EXERCISE:
If a line in the entries includes "with", show that line.

===== DATA PROVIDED =====

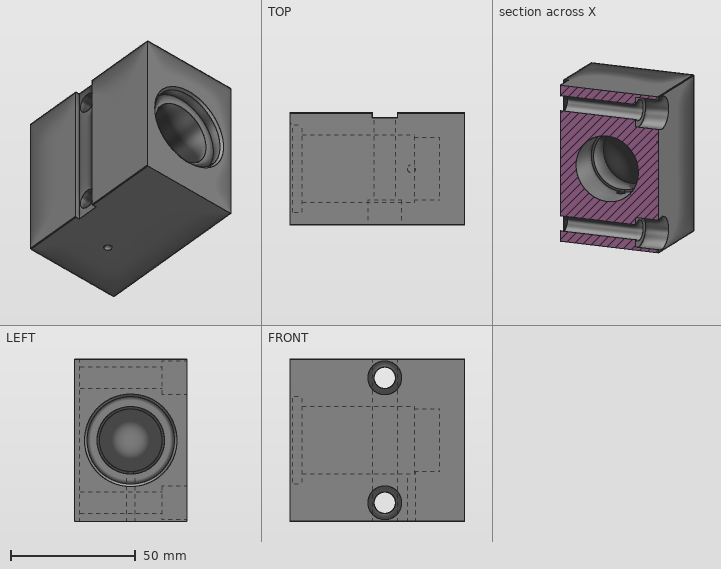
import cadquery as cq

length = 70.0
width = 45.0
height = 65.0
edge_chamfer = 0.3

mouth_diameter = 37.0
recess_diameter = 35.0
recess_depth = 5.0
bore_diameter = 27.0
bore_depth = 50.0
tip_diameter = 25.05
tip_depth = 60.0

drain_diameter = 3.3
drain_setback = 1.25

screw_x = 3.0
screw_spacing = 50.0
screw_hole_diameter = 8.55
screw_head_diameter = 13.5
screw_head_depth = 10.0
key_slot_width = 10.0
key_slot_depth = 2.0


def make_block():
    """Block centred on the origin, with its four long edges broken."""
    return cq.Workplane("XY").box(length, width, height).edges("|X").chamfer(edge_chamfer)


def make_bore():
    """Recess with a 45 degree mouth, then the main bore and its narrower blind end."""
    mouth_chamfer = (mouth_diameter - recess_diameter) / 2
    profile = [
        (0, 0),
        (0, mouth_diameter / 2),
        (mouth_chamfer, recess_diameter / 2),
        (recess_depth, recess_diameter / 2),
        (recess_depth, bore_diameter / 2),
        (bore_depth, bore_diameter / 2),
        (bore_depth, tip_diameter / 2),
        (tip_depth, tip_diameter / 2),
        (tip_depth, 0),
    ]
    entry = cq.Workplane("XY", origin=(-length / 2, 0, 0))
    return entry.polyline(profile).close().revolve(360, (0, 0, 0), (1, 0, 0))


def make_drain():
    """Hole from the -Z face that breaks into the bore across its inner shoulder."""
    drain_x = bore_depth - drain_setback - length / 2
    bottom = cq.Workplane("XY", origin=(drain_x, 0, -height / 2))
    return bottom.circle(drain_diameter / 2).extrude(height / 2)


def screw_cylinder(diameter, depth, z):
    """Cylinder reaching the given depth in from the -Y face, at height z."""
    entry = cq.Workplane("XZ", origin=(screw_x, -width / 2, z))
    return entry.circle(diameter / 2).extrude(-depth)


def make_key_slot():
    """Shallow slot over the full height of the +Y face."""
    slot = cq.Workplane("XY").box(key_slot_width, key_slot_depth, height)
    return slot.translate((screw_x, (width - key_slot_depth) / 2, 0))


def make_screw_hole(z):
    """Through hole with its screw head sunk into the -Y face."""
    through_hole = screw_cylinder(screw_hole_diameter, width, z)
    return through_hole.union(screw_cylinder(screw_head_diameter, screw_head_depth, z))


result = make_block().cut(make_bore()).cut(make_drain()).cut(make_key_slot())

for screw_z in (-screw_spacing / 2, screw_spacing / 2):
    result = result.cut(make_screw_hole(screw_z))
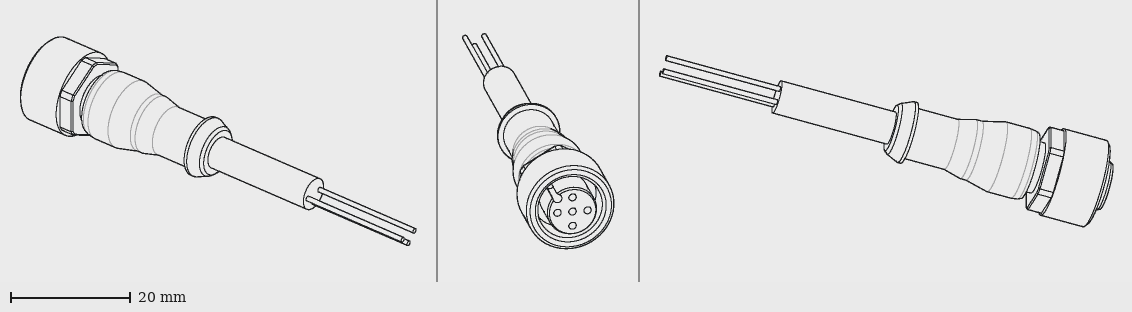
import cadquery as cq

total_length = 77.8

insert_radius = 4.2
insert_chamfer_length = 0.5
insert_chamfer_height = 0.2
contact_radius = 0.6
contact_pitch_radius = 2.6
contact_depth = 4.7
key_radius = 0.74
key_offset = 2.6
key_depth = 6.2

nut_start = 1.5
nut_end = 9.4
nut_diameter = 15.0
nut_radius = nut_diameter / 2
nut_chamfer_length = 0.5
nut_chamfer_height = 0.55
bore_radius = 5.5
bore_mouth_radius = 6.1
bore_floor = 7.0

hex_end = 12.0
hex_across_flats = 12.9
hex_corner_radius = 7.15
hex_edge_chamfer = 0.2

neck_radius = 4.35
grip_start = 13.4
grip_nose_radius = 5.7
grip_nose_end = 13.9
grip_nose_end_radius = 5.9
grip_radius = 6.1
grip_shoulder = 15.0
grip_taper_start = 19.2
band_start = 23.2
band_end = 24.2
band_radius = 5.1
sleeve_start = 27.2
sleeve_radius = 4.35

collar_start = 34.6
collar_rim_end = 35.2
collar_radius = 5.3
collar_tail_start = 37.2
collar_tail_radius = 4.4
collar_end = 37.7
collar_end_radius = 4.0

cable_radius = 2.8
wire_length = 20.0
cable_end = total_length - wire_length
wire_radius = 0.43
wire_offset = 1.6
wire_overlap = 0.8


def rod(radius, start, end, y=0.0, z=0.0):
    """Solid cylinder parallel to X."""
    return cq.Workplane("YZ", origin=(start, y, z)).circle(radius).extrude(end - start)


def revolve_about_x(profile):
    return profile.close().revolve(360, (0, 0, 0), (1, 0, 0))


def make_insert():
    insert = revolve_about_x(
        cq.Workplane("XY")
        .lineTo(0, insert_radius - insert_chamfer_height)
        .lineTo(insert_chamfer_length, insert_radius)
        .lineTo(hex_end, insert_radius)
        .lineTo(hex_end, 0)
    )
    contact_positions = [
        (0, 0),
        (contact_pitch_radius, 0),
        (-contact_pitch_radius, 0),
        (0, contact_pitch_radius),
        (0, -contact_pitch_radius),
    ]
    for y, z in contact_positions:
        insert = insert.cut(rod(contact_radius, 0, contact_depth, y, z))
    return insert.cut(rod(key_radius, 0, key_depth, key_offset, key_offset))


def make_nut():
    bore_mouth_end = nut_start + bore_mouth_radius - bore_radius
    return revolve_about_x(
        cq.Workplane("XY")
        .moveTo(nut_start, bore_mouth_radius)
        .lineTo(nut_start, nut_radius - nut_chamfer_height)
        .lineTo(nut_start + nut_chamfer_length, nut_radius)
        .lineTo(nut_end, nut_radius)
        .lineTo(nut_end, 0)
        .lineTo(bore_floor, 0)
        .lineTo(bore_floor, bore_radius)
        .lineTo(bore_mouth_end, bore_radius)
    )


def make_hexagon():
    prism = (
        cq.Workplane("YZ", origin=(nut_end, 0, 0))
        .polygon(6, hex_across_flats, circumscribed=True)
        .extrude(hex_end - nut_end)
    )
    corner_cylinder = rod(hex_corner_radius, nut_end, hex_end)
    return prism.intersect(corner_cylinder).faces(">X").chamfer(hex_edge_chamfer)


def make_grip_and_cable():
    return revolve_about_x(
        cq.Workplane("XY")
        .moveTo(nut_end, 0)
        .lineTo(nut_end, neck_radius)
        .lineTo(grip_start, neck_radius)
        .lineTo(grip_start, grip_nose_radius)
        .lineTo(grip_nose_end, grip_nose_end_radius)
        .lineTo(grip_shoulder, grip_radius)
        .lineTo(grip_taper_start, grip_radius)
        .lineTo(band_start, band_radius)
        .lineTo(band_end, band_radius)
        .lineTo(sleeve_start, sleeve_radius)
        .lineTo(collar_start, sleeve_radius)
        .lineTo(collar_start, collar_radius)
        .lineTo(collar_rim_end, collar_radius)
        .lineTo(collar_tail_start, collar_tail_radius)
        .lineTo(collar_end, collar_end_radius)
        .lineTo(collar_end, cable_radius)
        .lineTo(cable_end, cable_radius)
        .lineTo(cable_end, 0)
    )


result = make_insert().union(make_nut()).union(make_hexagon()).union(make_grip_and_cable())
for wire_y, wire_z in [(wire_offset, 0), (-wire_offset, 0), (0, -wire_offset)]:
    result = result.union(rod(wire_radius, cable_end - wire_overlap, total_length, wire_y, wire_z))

=====

EXERCISE ANSWER:
    """Block centred on the origin, with its four long edges broken."""
    """Recess with a 45 degree mouth, then the main bore and its narrower blind end."""
    """Through hole with its screw head sunk into the -Y face."""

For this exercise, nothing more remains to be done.